The classical explanation of intel opcodes using octal says this:
As an example to see how this works, the mov instructions in octal are:
210 xrm mov Eb, Rb
211 xrm mov Ew, Rw
212 xrm mov Rb, Eb
213 xrm mov Rw, Ew
214 xsm mov Ew, SR
216 xsm mov SR, Ew
The meanings of the octal digits (x, m, r, s) and their correspondence to the
operands (Eb, Ew, Rb, Rw, SR) are the following:
The digit r (0-7) encodes the register operand as follows:
REGISTER (r): 0 1 2 3 4 5 6 7
Rb = Byte-sized register AL CL DL BL AH CH DL BH
Rw = Word-sized register AX CX DX BX SP BP SI DI
Why is the 6th digit for Rb DL
instead of DH
, breaking the high byte pattern?
While I'm asking this question, is there a more up to date octal explanation of the 8086 intel opcodes that was not written in the 90s?

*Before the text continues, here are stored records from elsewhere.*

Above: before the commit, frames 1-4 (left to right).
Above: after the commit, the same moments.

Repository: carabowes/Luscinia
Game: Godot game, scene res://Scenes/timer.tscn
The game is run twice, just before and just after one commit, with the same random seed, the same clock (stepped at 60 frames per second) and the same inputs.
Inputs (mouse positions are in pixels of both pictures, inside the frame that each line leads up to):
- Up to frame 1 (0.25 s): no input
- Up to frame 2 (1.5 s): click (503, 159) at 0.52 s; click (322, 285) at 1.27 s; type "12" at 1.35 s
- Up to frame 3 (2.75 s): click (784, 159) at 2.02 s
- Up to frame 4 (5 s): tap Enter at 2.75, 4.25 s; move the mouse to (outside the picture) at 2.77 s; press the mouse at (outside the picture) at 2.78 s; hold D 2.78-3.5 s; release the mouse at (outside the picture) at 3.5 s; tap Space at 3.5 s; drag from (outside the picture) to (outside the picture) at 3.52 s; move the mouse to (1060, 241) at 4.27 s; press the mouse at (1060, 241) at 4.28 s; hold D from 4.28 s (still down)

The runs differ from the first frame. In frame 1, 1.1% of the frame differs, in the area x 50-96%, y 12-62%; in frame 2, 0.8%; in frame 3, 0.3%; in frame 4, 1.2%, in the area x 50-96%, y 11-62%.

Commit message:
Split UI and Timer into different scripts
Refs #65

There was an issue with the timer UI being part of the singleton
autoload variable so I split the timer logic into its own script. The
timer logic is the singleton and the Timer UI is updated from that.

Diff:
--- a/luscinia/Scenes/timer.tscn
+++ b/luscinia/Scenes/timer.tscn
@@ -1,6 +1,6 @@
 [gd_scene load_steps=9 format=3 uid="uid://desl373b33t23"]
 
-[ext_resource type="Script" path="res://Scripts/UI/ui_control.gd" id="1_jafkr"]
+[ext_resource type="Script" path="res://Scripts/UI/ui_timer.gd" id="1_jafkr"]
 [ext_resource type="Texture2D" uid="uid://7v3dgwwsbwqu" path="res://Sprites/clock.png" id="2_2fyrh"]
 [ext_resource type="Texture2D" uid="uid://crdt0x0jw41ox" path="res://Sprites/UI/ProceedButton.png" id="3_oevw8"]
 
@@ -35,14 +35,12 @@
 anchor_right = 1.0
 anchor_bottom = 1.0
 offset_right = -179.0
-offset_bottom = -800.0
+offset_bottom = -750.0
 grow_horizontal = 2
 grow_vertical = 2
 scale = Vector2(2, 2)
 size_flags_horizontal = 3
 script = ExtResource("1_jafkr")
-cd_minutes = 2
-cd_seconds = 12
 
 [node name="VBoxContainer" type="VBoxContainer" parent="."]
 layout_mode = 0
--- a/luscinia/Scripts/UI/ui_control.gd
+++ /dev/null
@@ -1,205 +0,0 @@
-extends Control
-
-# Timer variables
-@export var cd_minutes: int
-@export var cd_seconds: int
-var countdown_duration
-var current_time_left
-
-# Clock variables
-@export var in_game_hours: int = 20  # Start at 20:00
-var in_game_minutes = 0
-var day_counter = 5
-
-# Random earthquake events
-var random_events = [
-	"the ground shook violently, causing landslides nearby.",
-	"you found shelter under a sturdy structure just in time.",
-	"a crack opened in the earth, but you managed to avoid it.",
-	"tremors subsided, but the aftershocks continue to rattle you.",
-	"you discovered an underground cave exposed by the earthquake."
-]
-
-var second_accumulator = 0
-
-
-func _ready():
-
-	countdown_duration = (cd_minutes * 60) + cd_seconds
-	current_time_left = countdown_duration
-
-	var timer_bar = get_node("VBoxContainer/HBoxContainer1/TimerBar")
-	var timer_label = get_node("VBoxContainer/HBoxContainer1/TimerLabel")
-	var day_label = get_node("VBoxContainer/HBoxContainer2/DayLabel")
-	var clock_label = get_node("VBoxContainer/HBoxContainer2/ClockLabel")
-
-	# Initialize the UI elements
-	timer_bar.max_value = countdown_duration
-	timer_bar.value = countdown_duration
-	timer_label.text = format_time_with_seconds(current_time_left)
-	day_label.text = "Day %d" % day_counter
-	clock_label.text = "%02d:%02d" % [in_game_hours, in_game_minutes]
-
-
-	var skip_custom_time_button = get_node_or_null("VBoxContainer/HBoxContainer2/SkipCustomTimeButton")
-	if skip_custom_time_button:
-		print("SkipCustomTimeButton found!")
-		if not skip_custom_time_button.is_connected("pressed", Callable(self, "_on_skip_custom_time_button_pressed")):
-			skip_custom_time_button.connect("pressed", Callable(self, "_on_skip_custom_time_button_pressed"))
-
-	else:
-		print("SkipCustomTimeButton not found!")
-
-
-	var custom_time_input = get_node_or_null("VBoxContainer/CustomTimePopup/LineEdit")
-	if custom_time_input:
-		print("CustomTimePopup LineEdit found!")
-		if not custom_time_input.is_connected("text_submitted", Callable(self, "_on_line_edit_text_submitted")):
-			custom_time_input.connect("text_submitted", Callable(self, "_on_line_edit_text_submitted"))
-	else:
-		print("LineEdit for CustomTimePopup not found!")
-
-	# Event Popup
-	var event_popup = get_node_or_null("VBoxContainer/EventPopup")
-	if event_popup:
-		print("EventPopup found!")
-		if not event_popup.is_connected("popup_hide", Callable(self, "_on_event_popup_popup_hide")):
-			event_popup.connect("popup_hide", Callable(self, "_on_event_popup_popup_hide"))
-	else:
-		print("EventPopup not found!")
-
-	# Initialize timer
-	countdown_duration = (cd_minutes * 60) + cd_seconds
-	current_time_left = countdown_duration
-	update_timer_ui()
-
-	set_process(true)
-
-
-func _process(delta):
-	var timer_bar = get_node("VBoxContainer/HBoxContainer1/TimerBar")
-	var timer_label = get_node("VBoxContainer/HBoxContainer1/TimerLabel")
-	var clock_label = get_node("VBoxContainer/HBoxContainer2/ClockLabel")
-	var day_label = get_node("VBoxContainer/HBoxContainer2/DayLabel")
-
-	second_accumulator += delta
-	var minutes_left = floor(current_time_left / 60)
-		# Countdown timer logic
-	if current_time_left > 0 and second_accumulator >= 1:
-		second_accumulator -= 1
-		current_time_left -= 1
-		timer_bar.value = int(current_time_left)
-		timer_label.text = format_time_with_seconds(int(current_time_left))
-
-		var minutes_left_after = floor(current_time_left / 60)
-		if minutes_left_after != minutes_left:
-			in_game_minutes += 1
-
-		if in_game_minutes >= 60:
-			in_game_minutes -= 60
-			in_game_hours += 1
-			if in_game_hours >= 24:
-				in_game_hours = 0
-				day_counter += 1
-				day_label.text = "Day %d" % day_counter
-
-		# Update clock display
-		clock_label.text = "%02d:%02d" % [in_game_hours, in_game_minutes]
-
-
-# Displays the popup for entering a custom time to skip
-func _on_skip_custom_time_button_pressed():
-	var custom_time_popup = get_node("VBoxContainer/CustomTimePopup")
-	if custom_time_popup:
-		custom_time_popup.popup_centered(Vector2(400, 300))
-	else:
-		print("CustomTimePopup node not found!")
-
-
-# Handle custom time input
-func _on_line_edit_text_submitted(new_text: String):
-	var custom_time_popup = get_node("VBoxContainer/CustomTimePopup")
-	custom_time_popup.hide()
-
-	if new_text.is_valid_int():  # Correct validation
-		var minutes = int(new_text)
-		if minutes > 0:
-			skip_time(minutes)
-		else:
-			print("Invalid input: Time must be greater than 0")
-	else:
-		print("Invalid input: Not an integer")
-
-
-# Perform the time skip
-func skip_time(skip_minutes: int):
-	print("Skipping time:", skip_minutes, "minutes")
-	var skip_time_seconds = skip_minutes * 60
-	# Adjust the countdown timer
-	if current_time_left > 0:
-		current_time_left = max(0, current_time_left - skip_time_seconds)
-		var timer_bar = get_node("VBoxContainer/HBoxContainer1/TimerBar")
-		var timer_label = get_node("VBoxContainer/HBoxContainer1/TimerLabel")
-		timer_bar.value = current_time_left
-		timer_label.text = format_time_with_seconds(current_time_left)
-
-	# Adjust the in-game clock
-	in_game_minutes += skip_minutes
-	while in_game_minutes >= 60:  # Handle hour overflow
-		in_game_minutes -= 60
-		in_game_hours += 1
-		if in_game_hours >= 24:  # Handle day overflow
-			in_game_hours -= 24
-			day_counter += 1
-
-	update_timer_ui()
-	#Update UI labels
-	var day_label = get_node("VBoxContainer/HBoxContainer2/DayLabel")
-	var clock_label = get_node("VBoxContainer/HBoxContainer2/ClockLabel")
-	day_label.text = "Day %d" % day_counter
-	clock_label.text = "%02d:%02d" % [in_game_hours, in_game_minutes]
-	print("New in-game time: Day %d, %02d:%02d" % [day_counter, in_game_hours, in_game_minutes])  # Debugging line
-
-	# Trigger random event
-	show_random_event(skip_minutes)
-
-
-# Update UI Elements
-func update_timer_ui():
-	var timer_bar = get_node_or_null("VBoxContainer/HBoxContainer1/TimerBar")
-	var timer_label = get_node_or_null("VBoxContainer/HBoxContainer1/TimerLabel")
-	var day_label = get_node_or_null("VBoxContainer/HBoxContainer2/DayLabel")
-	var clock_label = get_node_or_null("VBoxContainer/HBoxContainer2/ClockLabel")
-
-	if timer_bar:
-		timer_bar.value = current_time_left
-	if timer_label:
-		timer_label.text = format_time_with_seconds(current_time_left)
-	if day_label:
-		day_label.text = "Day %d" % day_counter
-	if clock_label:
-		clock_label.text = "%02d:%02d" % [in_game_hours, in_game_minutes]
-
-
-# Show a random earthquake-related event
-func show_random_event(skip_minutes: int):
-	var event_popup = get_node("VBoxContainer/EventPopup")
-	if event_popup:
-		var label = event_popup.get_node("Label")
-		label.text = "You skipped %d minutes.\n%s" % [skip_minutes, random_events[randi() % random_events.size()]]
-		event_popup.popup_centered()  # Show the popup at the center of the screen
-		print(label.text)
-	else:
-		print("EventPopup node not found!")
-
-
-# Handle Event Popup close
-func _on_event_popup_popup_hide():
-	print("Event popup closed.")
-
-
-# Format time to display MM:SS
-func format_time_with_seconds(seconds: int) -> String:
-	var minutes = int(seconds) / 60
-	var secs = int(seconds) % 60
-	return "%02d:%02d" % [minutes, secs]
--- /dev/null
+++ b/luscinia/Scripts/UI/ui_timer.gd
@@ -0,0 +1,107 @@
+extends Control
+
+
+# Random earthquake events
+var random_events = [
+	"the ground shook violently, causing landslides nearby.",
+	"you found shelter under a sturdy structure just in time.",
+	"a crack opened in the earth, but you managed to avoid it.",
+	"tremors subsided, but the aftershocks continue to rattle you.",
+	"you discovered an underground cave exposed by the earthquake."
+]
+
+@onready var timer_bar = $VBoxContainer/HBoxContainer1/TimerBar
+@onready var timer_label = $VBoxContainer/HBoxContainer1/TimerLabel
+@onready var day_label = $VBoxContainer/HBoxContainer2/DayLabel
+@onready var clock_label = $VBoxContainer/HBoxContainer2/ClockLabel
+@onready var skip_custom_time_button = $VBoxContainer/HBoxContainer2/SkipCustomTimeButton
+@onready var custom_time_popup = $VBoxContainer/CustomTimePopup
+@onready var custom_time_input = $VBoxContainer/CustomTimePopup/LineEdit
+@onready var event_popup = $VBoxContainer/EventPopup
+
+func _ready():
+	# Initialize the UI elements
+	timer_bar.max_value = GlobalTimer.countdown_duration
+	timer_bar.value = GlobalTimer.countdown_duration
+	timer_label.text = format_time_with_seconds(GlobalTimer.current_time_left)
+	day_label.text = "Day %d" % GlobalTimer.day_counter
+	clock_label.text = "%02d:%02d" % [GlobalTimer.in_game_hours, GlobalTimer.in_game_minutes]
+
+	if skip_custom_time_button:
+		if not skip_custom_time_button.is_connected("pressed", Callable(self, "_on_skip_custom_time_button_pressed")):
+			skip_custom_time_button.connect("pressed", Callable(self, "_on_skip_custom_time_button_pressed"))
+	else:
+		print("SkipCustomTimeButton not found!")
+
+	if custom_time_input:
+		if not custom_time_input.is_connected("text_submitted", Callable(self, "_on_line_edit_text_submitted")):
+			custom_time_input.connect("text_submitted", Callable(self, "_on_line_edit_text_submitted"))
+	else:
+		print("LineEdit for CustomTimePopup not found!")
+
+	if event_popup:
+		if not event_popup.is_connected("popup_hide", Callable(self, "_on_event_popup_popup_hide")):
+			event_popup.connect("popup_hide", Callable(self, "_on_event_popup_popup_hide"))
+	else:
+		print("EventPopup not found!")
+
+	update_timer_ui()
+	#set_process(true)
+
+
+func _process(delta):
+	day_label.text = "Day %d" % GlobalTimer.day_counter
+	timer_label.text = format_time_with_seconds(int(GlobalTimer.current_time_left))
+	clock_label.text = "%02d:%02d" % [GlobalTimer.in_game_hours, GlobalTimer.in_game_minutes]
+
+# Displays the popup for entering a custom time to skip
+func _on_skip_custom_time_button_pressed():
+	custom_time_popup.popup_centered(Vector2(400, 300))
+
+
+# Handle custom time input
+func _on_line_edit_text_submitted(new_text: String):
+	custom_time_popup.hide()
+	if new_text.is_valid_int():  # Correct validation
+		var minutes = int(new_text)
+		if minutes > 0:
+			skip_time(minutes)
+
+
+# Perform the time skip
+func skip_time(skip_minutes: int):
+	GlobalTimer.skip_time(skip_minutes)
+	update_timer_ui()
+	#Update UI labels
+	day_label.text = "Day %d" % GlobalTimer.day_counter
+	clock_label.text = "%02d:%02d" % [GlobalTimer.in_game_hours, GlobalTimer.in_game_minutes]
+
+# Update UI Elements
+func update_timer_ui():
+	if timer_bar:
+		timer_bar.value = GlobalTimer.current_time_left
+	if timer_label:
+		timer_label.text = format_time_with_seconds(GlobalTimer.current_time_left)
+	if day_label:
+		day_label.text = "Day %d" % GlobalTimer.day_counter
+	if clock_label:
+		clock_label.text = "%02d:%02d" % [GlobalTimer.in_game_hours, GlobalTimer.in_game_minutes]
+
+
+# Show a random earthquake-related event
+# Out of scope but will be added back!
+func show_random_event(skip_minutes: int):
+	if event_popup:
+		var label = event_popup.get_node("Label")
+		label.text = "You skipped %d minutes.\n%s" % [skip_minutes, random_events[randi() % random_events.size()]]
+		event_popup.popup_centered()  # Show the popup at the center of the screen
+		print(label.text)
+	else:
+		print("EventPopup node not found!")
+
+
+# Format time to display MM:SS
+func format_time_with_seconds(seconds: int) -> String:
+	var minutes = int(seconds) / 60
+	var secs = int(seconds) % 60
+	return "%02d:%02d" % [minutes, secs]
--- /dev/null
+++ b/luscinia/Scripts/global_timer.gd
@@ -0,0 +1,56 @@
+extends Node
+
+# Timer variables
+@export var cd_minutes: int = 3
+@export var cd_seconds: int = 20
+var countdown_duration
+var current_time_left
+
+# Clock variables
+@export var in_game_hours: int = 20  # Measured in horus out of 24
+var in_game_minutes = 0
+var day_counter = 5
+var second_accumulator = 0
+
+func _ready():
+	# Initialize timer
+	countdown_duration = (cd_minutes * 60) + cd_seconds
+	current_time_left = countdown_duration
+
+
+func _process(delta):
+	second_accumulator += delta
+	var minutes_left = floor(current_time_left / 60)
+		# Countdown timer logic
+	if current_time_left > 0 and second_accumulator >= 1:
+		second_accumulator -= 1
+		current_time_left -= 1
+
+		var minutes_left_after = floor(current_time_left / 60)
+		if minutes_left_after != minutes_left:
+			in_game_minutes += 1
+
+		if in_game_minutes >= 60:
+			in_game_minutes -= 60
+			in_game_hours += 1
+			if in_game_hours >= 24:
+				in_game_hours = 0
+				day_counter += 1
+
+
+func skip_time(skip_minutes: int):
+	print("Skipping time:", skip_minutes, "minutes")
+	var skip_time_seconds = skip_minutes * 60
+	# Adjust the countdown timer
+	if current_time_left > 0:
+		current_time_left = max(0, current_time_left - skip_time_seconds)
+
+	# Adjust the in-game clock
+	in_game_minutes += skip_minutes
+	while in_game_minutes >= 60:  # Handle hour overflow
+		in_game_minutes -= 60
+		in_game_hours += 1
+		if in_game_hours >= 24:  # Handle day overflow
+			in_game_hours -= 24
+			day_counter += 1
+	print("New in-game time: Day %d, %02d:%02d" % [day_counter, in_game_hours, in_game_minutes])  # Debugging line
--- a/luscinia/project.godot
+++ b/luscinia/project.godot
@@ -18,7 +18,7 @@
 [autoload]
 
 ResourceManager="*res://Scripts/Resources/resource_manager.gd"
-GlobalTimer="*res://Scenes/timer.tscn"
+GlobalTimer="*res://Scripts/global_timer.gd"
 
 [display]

That's a typo; DL appears twice, DH appears nowhere in that table.
You're right, it follows the pattern of 4 low then 4 high half registers, as you can see by assembling mov dl, 0
and mov dh, 0
where the destination register-number is the low 3 bits of the opcode. Pick any popular non-buggy assembler, they all get this right. (NASM is good, clang and the GNU assembler are also decent choices albeit GAS has less nice error messages.)

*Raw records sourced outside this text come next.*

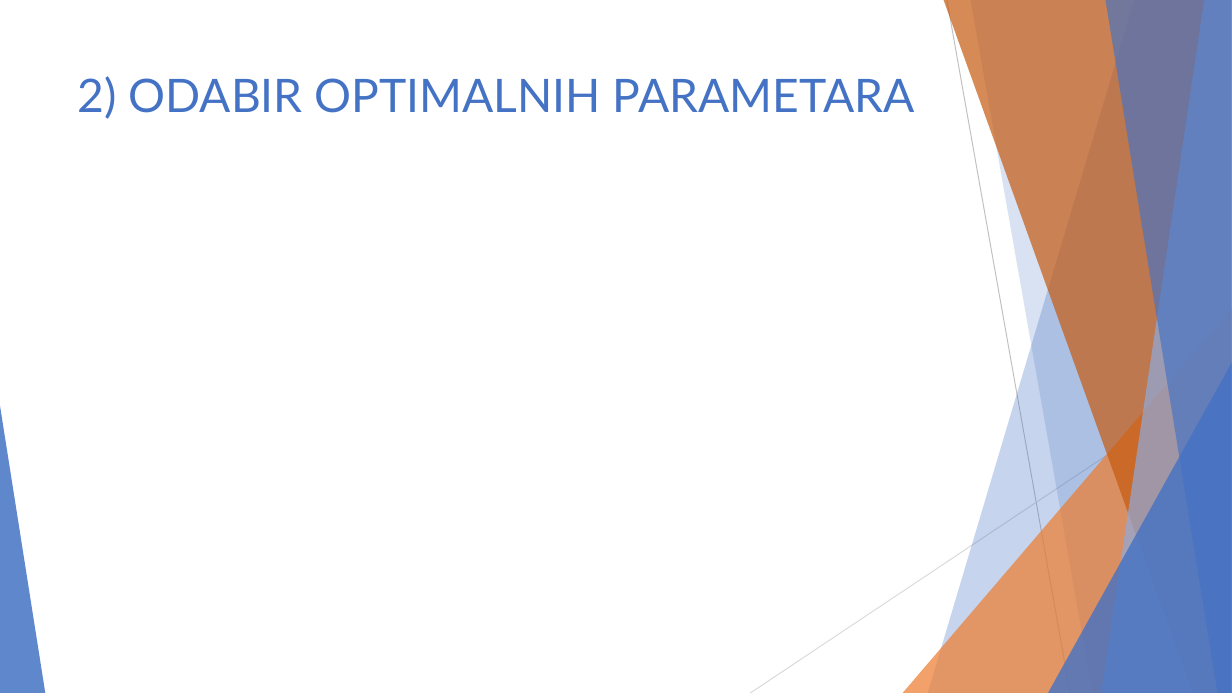
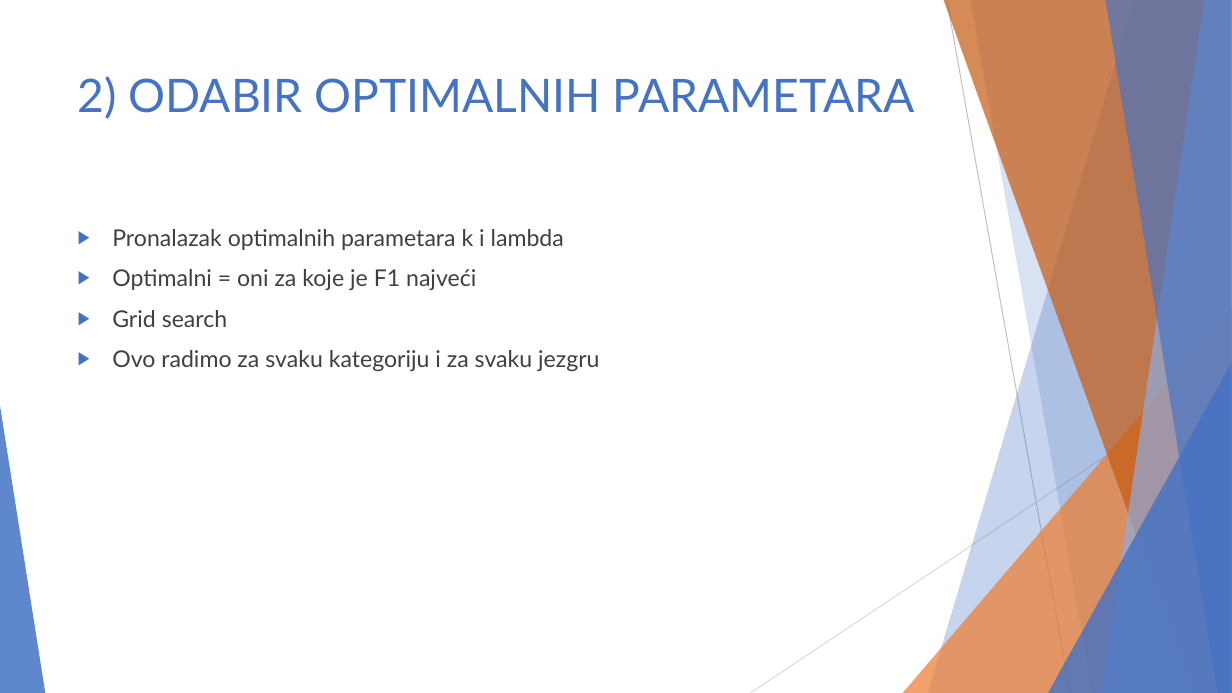
Before and after one commit to majajuric/UUZOP-Text-Classification-using-String-Kernels, a slide deck: slide 9 of UZOP_prezentacija.pptx. Drawn at 1232x693 pixels with LibreOffice and Linux fonts; fonts in the diff are those of the drawing. Boxes give left, top, right and bottom in pixels: in the first picture for what was removed or moved away, otherwise in the second. Text is boxed around its words. In the diff, an @@ line names an element or a change of style, - is before the commit and + after.

```diff
--- a/UZOP_prezentacija.pptx
+++ b/UZOP_prezentacija.pptx
@@ text added at (x1=112, y1=229, x2=599, y2=371), 18 pt, text #404040 @@
+▶ Pronalazak optimalnih parametara k i lambda
+▶ Optimalni = oni za koje je F1 najveći
+▶ Grid search
+▶ Ovo radimo za svaku kategoriju i za svaku jezgru
```
Also in this commit, not shown: 1 other slide changed, 3 slides added.

is there a more up to date octal explanation of the 8086 intel opcodes that was not written in the 90s?
Intel's manual is up to date, but aims for precision over clarity and readability. It sometimes doesn't mention patterns that exist in the encodings (like how the low 2 bits of most opcodes distinguish width and direction; 8 vs. 16/32/64-bit and memory source vs. destination).

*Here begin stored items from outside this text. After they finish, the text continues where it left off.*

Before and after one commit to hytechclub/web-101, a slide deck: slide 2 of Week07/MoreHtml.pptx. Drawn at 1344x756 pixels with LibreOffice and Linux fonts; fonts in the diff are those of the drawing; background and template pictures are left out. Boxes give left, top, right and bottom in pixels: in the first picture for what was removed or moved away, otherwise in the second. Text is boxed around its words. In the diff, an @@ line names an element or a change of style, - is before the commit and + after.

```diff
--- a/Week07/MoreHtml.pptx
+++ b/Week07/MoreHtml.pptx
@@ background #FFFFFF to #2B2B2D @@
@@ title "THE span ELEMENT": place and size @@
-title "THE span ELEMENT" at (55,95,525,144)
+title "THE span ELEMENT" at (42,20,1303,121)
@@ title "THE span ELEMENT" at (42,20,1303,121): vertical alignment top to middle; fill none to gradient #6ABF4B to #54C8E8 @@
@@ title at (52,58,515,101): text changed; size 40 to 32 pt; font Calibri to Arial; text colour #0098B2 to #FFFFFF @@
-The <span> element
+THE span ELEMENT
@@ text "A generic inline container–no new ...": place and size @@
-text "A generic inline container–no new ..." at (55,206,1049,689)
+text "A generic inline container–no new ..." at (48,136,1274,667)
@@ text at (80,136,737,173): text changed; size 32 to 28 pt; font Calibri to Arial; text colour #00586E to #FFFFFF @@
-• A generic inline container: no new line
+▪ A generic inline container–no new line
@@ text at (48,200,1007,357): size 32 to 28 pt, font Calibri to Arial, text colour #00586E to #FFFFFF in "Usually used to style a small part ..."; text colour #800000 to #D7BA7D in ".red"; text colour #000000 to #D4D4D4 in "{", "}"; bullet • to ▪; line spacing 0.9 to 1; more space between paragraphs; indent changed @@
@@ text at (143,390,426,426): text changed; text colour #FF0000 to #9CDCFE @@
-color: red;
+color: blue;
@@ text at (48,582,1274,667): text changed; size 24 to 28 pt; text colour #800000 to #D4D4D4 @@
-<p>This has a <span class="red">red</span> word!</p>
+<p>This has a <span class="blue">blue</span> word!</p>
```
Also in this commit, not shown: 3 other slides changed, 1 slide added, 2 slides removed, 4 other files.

https://wiki.osdev.org/X86-64_Instruction_Encoding#Registers is quite good, and does have a correct table of register numbers. It's for x86-64 so it includes the extra bit which a REX prefix can supply. (Also, the mere presence of a REX prefix changes the meaning of the 8-bit register numbers 4 through 7 from AH-BH to SPL-DIL, the low-8 of RSP through RDI. So you can't do mov ah, r8b
because that would need a REX prefix for R8, but that makes AH inaccessible.)
Most documentation uses hex or decimal, or groups of binary digits, because with REX, VEX, and EVEX prefixes supplying additional register-number bits, it's no longer always groups of 3 bits. (And because octal isn't widely used anymore.)